_Items from a dataset:_
---------------
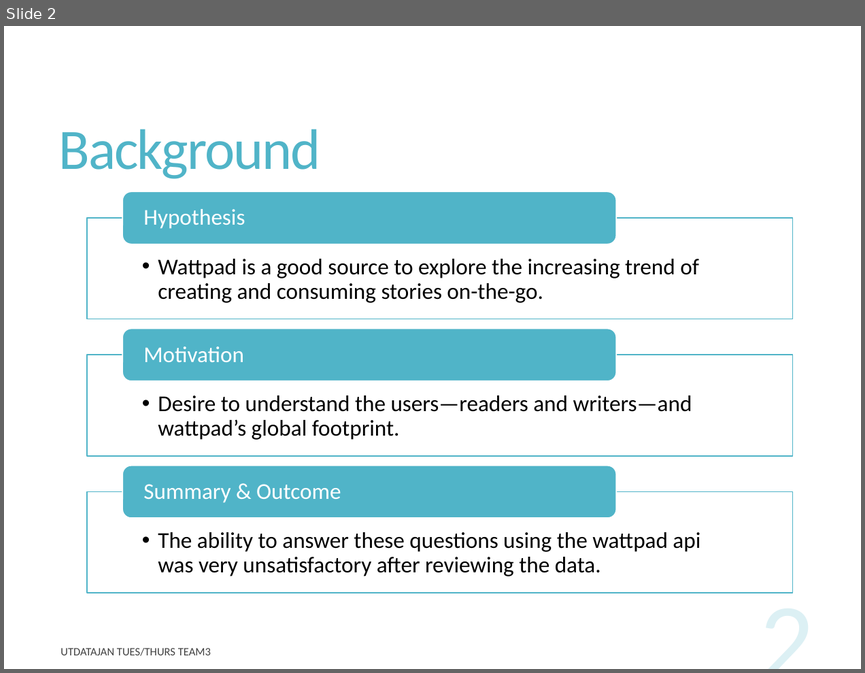
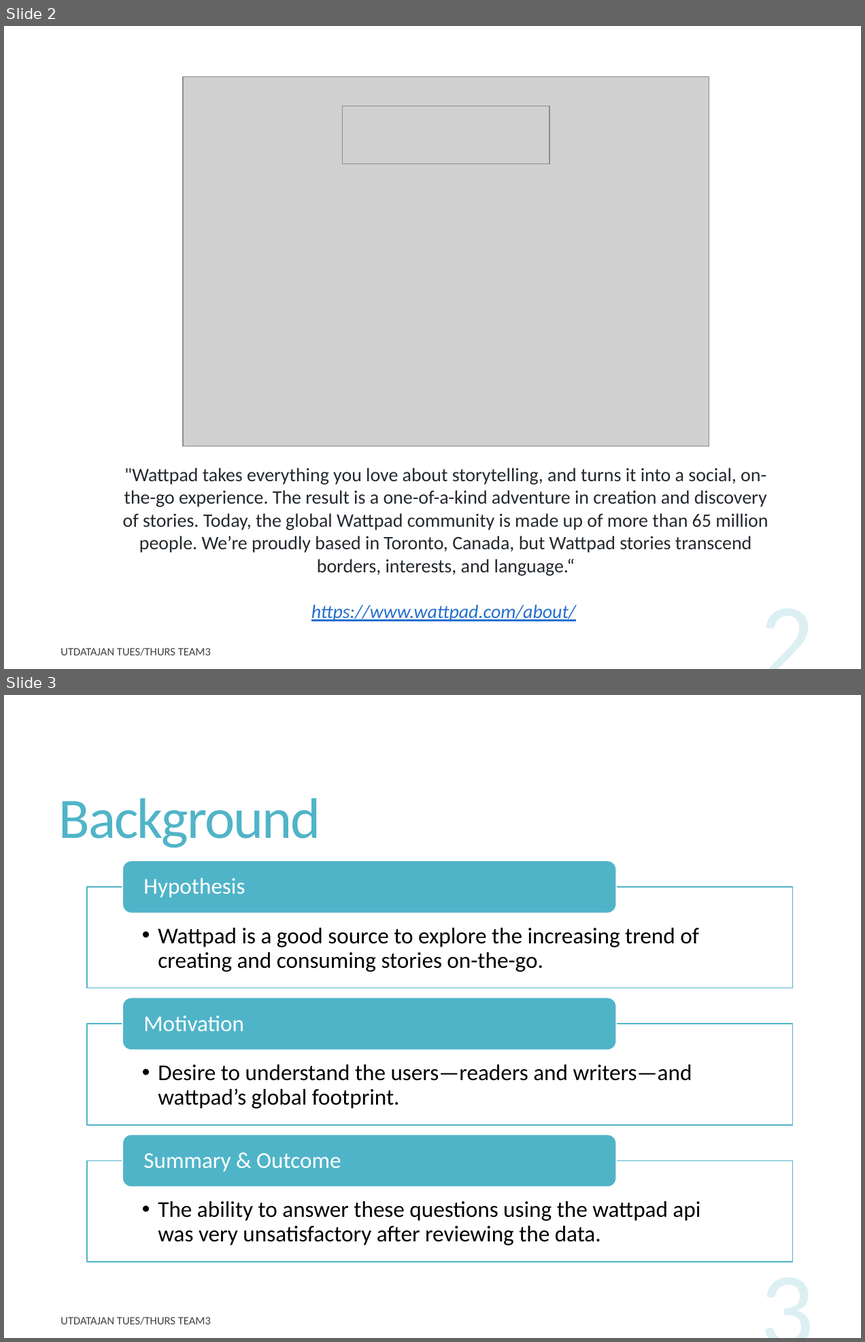
Before and after one commit to rupalimayekar/ProjectWattpad, a slide deck: WattpadPrez.pptx. Shown one above the other, each under a label of ours: slide 2 before the commit, slides 2 and 3 after it. The pictures are 865x673 and 865x1342 pixels, drawn with LibreOffice and Linux fonts; fonts in the diff are those of the drawing; grey boxes stand for pictures. Boxes give left, top, right and bottom in pixels: in the first picture for what was removed or moved away, otherwise in the second. Text is boxed around its words. In the diff, an @@ line names an element or a change of style, - is before the commit and + after.

```diff
--- a/WattpadPrez.pptx
+++ b/WattpadPrez.pptx
@@ slide 2 added at (4,26,861,669), background #FFFFFF @@
@@ picture added at (183,76,709,446) @@
@@ picture added at (343,106,550,164) @@
@@ text added at (123,467,768,621), 16 pt, text #24292E @@
+"Wattpad takes everything you love about storytelling, and turns it into a social, on-the-go experience. The result is a one-of-a-kind adventure in creation and discovery of stories. Today, the global Wattpad community is made up of more than 65 million people. We’re proudly based in Toronto, Canada, but Wattpad stories transcend borders, interests, and language.“
+https://www.wattpad.com/about/
@@ page number added at (617,573,822,669), 90 pt, text #50B4C8 at 20% opacity @@
+2
@@ text added at (60,648,211,656), 9.5 pt, text #000000 at 75% opacity @@
+UTDATAJAN TUES/THURS TEAM3
@@ what was slide 2 is now slide 3 @@
@@ page number at (617,1242,822,1338): text changed @@
-2
+3
```
Also in this commit, not shown: 8 slides changed, 1 other slide added, 1 slide removed, 19 other files.
---------------
_Your instructions:_ Return the lines above that include the string "page".

_Solution for this problem:_
@@ page number added at (617,573,822,669), 90 pt, text #50B4C8 at 20% opacity @@
@@ page number at (617,1242,822,1338): text changed @@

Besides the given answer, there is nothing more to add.